ETTORE SOTTSASS (1917-2007) was a grandee of late 20th century Italian design. Best known as the founder of the early 1980s Memphis collective, he also designed iconic electronic products for Olivetti, as well as beautiful glass and ceramics.
Ettore Sottsass devoted his life and work to dismantling the past in his various roles as artist, architect, industrial designer, glass maker, publisher, theoretician and ceramicist. The past to him was the rationalist doctrine of his father, Ettore Sottsass Sr., a prominent Italian architect. Fond though he was of his parents, Ettore Jr. favoured a different approach. “When I was young, all we ever heard about was functionalism, functionalism, functionalism,” he once said. “It’s not enough. Design should also be sensual and exciting.

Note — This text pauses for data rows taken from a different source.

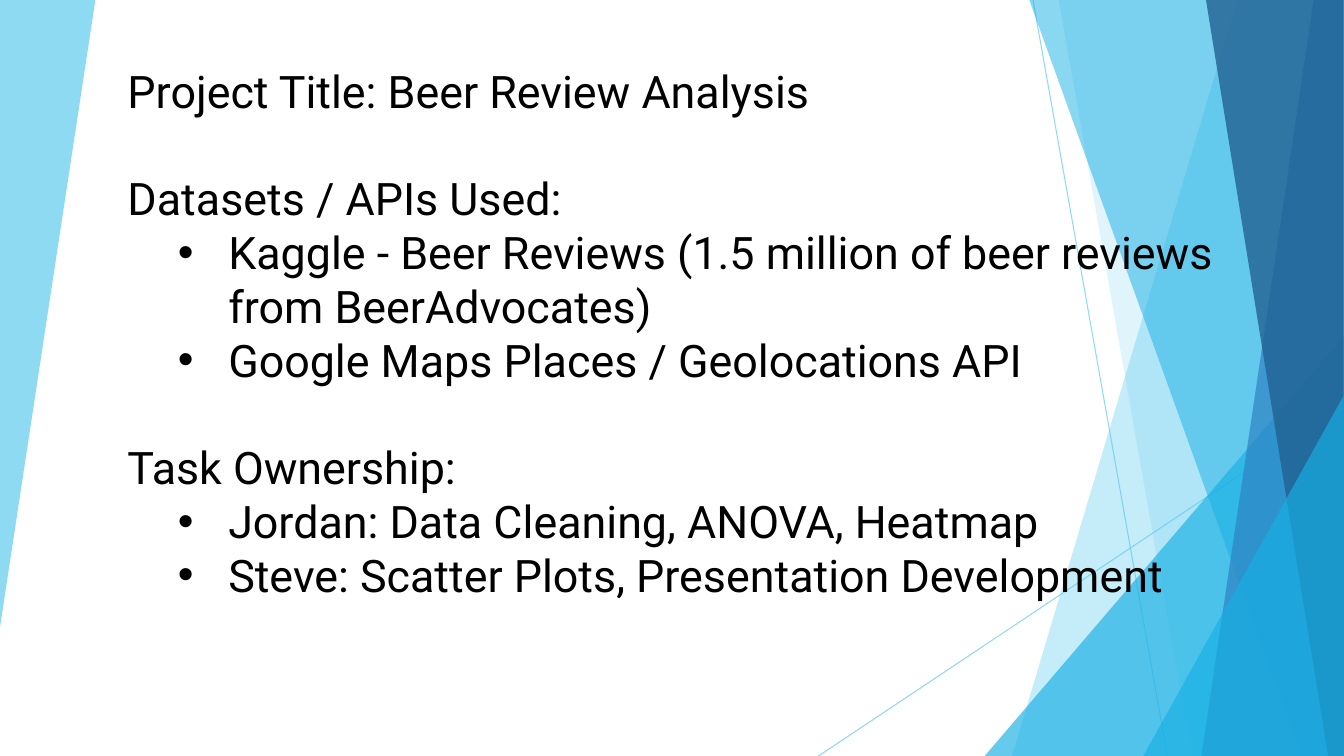
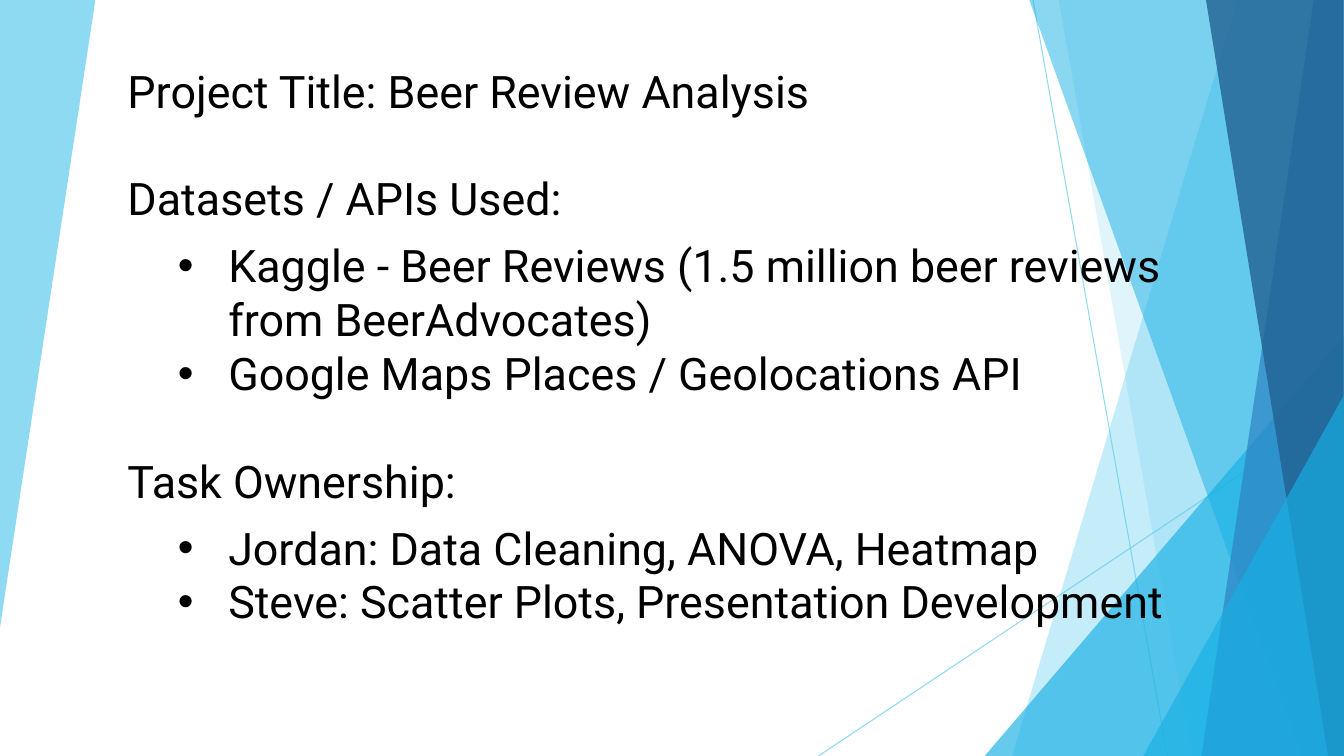
Before and after one commit to JordanSchafer/Beer-Review-Analysis, a slide deck: slide 4 of solution_1_steve/project_I_deck_WIP_v3.pptx. Drawn at 1344x756 pixels with LibreOffice and Linux fonts; fonts in the diff are those of the drawing. Boxes give left, top, right and bottom in pixels: in the first picture for what was removed or moved away, otherwise in the second. Text is boxed around its words. In the diff, an @@ line names an element or a change of style, - is before the commit and + after.

```diff
--- a/solution_1_steve/project_I_deck_WIP_v3.pptx
+++ b/solution_1_steve/project_I_deck_WIP_v3.pptx
@@ text at (228,241,1160,346): text changed @@
-  • Kaggle - Beer Reviews (1.5 million of beer reviews from BeerAdvocates)
+  • Kaggle - Beer Reviews (1.5 million beer reviews from BeerAdvocates)
```
Also in this commit, not shown: 11 other slides changed.

Throughout the 1960s, Sottsass travelled in the US and India while remaining a central figure in the Italian avant garde and designing more landmark products for Olivetti culminating in the bright red, poppy plastic 1970 Valentine typewriter which he described as “a biro among typewriters”. Although Sottsass later dismissed the Valentine as “too obvious, a bit like a girl wearing a very short skirt and too much make-up, it is still seen as an iconic ‘pop’ product. His furniture was equally influential: notably the mid-1960s “superbox” closets in stripey plastic laminate developed for Polotronova. In 1972, Sottsass’ mobile, multi-functional fibreglass furniture unit was the toast of the Italy: The New Domestic Landscape exhibition at MoMA, New York.

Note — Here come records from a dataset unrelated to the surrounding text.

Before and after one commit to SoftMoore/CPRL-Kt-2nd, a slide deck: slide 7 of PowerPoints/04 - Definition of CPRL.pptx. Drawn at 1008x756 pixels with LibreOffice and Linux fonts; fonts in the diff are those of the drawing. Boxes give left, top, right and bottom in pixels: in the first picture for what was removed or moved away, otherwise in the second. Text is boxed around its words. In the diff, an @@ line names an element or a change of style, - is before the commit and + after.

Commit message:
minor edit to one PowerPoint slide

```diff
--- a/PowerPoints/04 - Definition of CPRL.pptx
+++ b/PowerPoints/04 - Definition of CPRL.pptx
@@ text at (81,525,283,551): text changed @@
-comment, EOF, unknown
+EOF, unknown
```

By the late 1970s, Sottsass was working with Studio Alchymia, a group of avant garde furniture designers including Alessandro Mendini and Andrea Branzi, on an exhibition at the 1978 Milan Furniture Fair. Two years later, Sottsass, then in his 60s, split with Mendini to form a new collective, Memphis, with Branzi and other 20-something collaborators including Michele De Lucchi, George Sowden, Matteo Thun and Nathalie du Pasquier.

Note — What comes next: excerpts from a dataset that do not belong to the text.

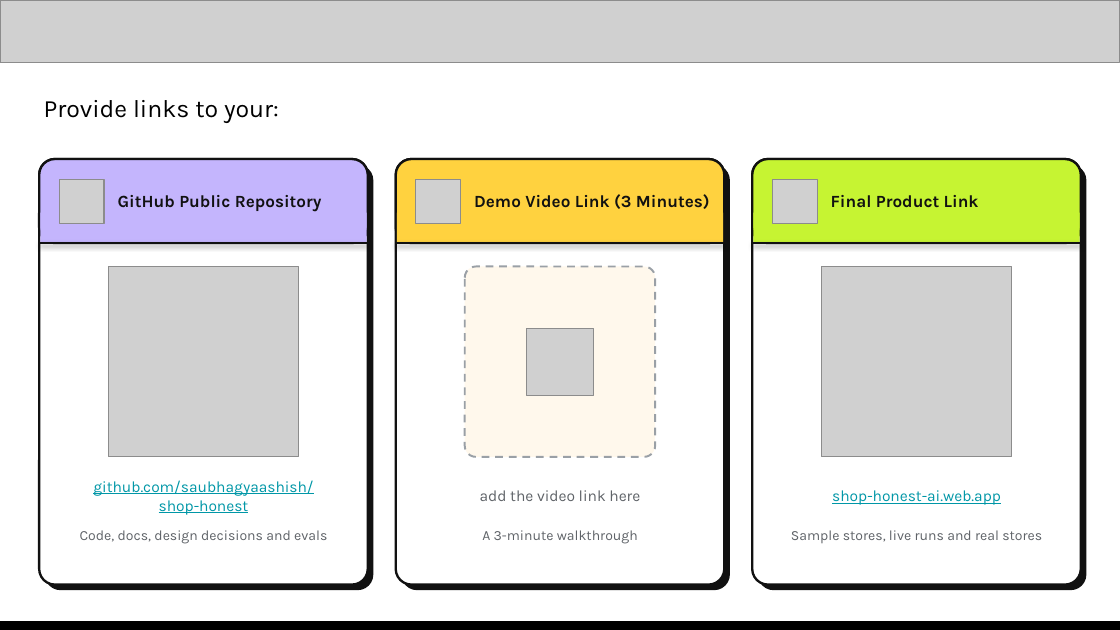
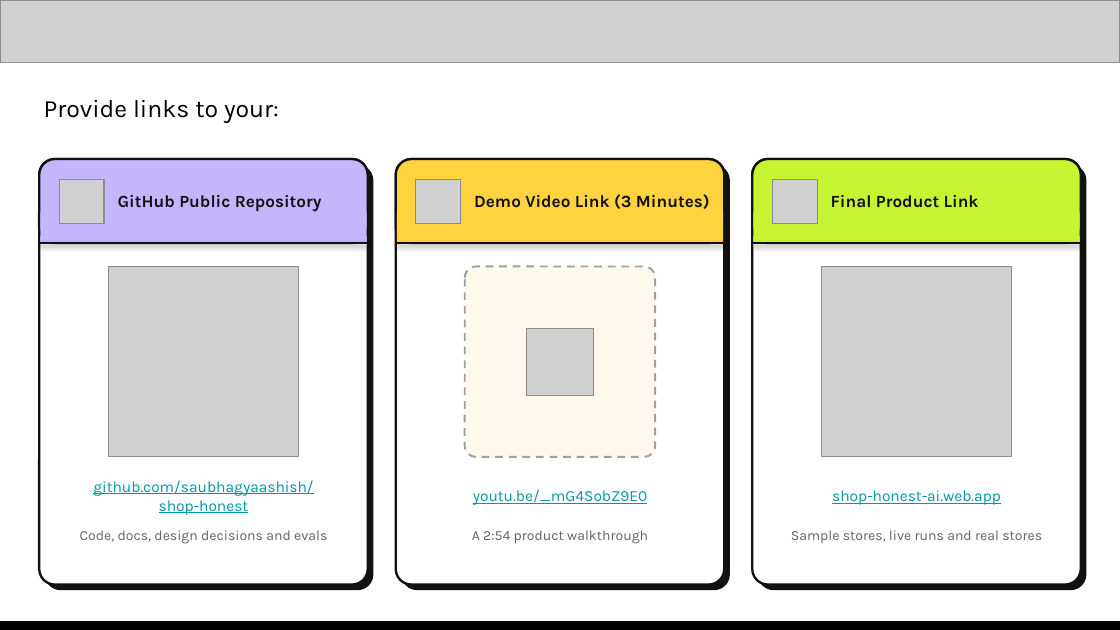
Before and after one commit to saubhagyaashish/shop-honest, a slide deck: slide 16 of Zero Context - Shop Honest - AI Builder Cup.pptx. Drawn at 1120x630 pixels with LibreOffice and Linux fonts; fonts in the diff are those of the drawing; grey boxes stand for pictures. Boxes give left, top, right and bottom in pixels: in the first picture for what was removed or moved away, otherwise in the second. Text is boxed around its words. In the diff, an @@ line names an element or a change of style, - is before the commit and + after.

Commit message:
docs: add competition presentation files and remove legacy demo video assets

```diff
--- a/Zero Context - Shop Honest - AI Builder Cup.pptx
+++ b/Zero Context - Shop Honest - AI Builder Cup.pptx
@@ text at (473,489,647,505): text changed; text colour #5F6368 to #0097A7 @@
-add the video link here
+youtu.be/_mG4SobZ9E0
@@ text at (472,530,648,544): text changed @@
-A 3-minute walkthrough
+A 2:54 product walkthrough
```
Also in this commit, not shown: 3 other files.

Memphis embodied the themes with which Sottsass had been experimenting since his mid-1960s ‘superboxes’: bright colours, kitsch suburban motifs and cheap materials like plastic laminates. But this time they captured the attention of the mass media as well as the design cognoscenti, and Memphis (named after a Bob Dylan song) was billed as the future of design. For the young designers of the era, it was an intellectual lightning rod which liberated them from the dry rationalism they had been taught at college and enabled them to adopt a more fluid, conceptual approach to design. The Memphis collective’s work was exhibited all over the world, until Sottsass quit in early 1985.
He then concentrated on Sottsass Associati, the architecture and design group where he worked with former Memphis members and younger collaborators, including industrial designer James Irvine and architect Johanna Grawunder. Sottsass returned to architecture in 1985 when commissioned to design a chain of shops for Esprit.
He completed a series of private houses – including one in Palo Alto for industrial designer, David Kelley – and public buildings, notably Malpensa 2000 airport near Milan. Sotsass Associati has also worked for Apple, NTT, Philips and Siemens, while Sottsass himself continued with his artisanal projects in glass and ceramics. Revered in Italy as a doyen of late 20th century design, Ettore Sottsass is also cited as a role model by young foreign designers, such as Ronan and Erwan Bouroullec, for the breadth – as well as the quality – of his work.